La «logique des camps» de la politique suisse d’asile

Le 28 septembre 2012, le Parlement suisse a voté la création de «centres spécifiques» où pourront être hébergés les requérants d’asile «qui menacent la sécurité et l’ordre publics ou qui, par leur comportement, portent sensiblement atteinte au fonctionnement des centres d’enregistrement». Contrairement aux «centres de détention», l’objectif des centres spécifiques n’est pas en lien avec la mise en œuvre de la décision de renvoi. Il s’agit plutôt de neutraliser et d’isoler des personnes considérées comme menaçantes ou simplement perturbatrices. Le projet de créer des «centres pour récalcitrants» n’est pas une idée nouvelle. Toutefois, sa concrétisation s’était jusque là heurtée aux normes européennes, et plus particulièrement à l’article 5 de la Convention européenne des Droits de l’homme (CEDH) qui garantit le droit à la liberté. Alors que la population suisse est appelée à se prononcer sur cette mesure le 9 juin prochain, nous interrogeons ici les limites que pose cette Convention aux futurs « centres spécifiques pour récalcitrants». 

C’est lors de la révision de 2005 de la LAsi, qu’est discutée pour la première fois au Parlement la création de centres fermés afin d’héberger des requérants «récalcitrants», dont le comportement est jugé inadéquat par l’administration ou qui refusent de collaborer avec les autorités. Le Conseiller fédéral Blocher – bien qu’avouant une grande sympathie pour la mesure proposée – appelait à la rejeter, du fait de l’arbitraire institué par la notion floue de «récalcitrant», et plus encore de son incompatibilité avec la CEDH. Son article 5-1-f admet en effet la privation de liberté pour empêcher des personnes d’entrer illégalement sur le territoire ou dont la procédure de renvoi est en cours. Seule une condamnation pénale devrait pouvoir mener à la privation de liberté aux fins de neutralisation d’éléments perturbateurs ou menaçants. La création de tels centres sera alors rejetée par une large majorité du Parlement.

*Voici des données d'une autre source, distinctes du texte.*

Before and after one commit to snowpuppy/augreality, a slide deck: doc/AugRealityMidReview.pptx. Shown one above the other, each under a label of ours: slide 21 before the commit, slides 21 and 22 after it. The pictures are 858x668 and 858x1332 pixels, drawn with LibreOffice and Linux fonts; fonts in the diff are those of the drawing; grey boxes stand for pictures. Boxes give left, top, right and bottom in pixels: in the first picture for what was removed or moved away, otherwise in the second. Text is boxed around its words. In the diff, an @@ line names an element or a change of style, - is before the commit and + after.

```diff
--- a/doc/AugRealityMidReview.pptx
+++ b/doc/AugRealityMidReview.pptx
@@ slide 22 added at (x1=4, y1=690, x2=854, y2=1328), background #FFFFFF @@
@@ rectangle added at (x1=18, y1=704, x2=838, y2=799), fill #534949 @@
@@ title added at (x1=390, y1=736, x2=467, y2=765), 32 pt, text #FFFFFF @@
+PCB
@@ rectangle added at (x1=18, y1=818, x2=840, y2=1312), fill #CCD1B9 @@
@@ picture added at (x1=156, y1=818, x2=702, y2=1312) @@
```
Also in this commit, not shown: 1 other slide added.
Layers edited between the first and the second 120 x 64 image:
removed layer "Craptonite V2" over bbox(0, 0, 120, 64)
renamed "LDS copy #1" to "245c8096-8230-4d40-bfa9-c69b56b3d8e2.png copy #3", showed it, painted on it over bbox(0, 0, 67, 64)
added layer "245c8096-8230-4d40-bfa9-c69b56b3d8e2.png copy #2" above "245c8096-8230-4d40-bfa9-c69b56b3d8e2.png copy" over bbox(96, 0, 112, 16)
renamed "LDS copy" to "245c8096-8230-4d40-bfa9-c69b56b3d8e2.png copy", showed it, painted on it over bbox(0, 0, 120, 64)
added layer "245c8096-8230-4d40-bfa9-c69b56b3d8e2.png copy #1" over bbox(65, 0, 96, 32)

Cette proposition reviendra dans l’arène parlementaire lors des derniers débats visant à modifier la LAsi. Contrairement à la proposition de 2005, la mesure adoptée par le Parlement ne prévoit pas la création de centres complètement fermés. Elle n’apparaît donc pas directement incompatible avec la CEDH. Néanmoins, plusieurs formes de restrictions de liberté sont envisagées dans le cadre de ces centres. La première consiste à placer les « centres spécifiques » en des lieux particulièrement isolés et difficiles d’accès, ce qui implique de facto une restriction de la liberté de mouvement des personnes y étant hébergées. La seconde consiste à renforcer le contrôle et la sécurité prévus au sein des centres, dont découlent des restrictions de liberté – en termes de présence obligatoire – plus grandes que celles imposées actuellement au sein des centres d’enregistrement «semi-fermés». La dernière forme de restriction de liberté provient de la possibilité octroyée aux cantons d’ordonner – au titre de l’article 74 de la loi sur les étrangers – une assignation à résidence ou une interdiction de pénétrer dans une région déterminée aux personnes placées dans ces centres. Bien qu’elles n’instituent pas explicitement de restrictions à la liberté de mouvement des personnes, on est en droit de se demander si ces diverses formes de restriction de liberté ne contreviennent pas aux limitations imposées par la CEDH concernant le droit à la liberté. La détention n’est pas seule concernée par le système juridique européen qui encadre les restrictions à la liberté de mouvement. L’article 2 §1 du protocole additionnel n°4 à la CEDH prévoit que « [q]uiconque se trouve régulièrement sur le territoire d’un Etat a le droit d’y circuler librement et d’y choisir librement sa résidence ». La Suisse n’ayant pas ratifié ce protocole, il ne lui est donc pas opposable en tant que tel.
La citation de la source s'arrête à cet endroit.